_PROBLEM TO WORK ON:_ Go through the entries one line at a time, and gather every line that has the word "return".

AVAILABLE DATA below:

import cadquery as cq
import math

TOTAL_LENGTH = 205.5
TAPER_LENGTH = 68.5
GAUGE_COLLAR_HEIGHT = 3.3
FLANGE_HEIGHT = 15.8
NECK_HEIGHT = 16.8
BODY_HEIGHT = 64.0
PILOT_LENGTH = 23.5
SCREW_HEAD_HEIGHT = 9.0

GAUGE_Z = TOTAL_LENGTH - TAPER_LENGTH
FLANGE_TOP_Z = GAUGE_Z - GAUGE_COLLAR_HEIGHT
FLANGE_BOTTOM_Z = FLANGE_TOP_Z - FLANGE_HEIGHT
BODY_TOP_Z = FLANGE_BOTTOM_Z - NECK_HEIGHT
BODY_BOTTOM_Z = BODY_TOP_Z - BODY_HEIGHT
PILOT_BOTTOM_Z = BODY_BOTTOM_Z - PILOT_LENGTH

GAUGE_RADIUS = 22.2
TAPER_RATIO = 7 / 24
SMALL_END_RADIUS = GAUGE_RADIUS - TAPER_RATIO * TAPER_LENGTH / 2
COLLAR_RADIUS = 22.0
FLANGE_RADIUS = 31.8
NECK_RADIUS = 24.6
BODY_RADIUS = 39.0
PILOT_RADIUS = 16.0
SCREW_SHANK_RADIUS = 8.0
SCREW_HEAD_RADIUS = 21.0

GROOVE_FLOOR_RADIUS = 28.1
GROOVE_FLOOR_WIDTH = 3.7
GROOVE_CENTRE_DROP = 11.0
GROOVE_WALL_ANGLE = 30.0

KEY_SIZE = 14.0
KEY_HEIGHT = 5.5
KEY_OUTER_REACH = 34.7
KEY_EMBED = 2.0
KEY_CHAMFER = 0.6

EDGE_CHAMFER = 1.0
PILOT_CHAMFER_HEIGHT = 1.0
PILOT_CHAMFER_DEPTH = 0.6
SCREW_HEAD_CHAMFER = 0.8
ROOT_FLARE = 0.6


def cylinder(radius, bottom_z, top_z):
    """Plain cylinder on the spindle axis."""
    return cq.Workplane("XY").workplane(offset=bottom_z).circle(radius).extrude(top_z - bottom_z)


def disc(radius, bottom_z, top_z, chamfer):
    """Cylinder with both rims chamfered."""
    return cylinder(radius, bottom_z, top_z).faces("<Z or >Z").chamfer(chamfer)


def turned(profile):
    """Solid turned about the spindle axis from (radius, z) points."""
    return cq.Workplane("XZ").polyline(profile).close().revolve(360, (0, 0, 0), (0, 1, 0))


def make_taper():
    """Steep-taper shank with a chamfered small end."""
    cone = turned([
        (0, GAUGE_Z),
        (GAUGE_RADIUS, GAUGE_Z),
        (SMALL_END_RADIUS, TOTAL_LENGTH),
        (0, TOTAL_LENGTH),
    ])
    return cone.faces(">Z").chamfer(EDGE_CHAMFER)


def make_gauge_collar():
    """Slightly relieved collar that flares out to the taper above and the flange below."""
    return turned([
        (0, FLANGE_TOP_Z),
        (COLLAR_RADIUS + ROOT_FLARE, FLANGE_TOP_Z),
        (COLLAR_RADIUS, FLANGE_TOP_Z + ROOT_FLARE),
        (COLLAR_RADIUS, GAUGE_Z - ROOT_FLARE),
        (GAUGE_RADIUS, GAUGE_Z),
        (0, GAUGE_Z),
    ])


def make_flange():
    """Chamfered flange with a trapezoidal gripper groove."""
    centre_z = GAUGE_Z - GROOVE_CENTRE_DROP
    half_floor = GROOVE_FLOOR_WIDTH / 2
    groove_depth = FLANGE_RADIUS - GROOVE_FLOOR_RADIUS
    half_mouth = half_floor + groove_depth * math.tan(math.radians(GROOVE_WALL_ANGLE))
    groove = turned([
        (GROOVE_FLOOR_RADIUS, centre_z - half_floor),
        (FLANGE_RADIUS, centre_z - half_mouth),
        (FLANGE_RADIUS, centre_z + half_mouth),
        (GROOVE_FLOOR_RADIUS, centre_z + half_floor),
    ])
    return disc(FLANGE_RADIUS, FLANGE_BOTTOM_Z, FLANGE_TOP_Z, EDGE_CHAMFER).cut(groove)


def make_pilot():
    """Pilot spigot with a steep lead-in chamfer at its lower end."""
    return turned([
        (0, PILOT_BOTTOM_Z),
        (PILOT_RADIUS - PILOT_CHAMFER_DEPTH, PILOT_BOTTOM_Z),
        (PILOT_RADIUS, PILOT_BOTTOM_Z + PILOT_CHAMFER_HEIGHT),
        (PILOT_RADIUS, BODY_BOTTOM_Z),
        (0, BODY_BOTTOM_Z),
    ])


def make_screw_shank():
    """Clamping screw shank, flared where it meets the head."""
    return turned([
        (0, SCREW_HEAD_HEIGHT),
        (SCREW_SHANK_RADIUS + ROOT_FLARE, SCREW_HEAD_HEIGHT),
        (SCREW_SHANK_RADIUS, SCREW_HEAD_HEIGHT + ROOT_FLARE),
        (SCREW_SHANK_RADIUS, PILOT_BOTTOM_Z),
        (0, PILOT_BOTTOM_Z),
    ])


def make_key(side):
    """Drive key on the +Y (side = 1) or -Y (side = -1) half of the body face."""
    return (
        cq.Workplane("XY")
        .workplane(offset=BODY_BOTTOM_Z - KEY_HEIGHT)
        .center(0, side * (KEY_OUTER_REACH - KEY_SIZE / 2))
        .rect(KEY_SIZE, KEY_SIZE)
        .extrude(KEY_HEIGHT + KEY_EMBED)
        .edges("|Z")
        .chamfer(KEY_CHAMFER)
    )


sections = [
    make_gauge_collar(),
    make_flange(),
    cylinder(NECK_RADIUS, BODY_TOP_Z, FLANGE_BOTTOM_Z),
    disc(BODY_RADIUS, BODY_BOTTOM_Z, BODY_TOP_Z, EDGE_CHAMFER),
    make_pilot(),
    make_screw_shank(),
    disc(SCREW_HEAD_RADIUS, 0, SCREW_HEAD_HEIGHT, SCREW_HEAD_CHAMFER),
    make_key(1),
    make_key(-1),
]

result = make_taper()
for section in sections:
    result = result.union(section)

End of AVAILABLE DATA.

_ANSWER AREA:_
    return cq.Workplane("XY").workplane(offset=bottom_z).circle(radius).extrude(top_z - bottom_z)
    return cylinder(radius, bottom_z, top_z).faces("<Z or >Z").chamfer(chamfer)
    return cq.Workplane("XZ").polyline(profile).close().revolve(360, (0, 0, 0), (0, 1, 0))
    return cone.faces(">Z").chamfer(EDGE_CHAMFER)
    return turned([
    return disc(FLANGE_RADIUS, FLANGE_BOTTOM_Z, FLANGE_TOP_Z, EDGE_CHAMFER).cut(groove)
    return turned([
    return turned([
    return (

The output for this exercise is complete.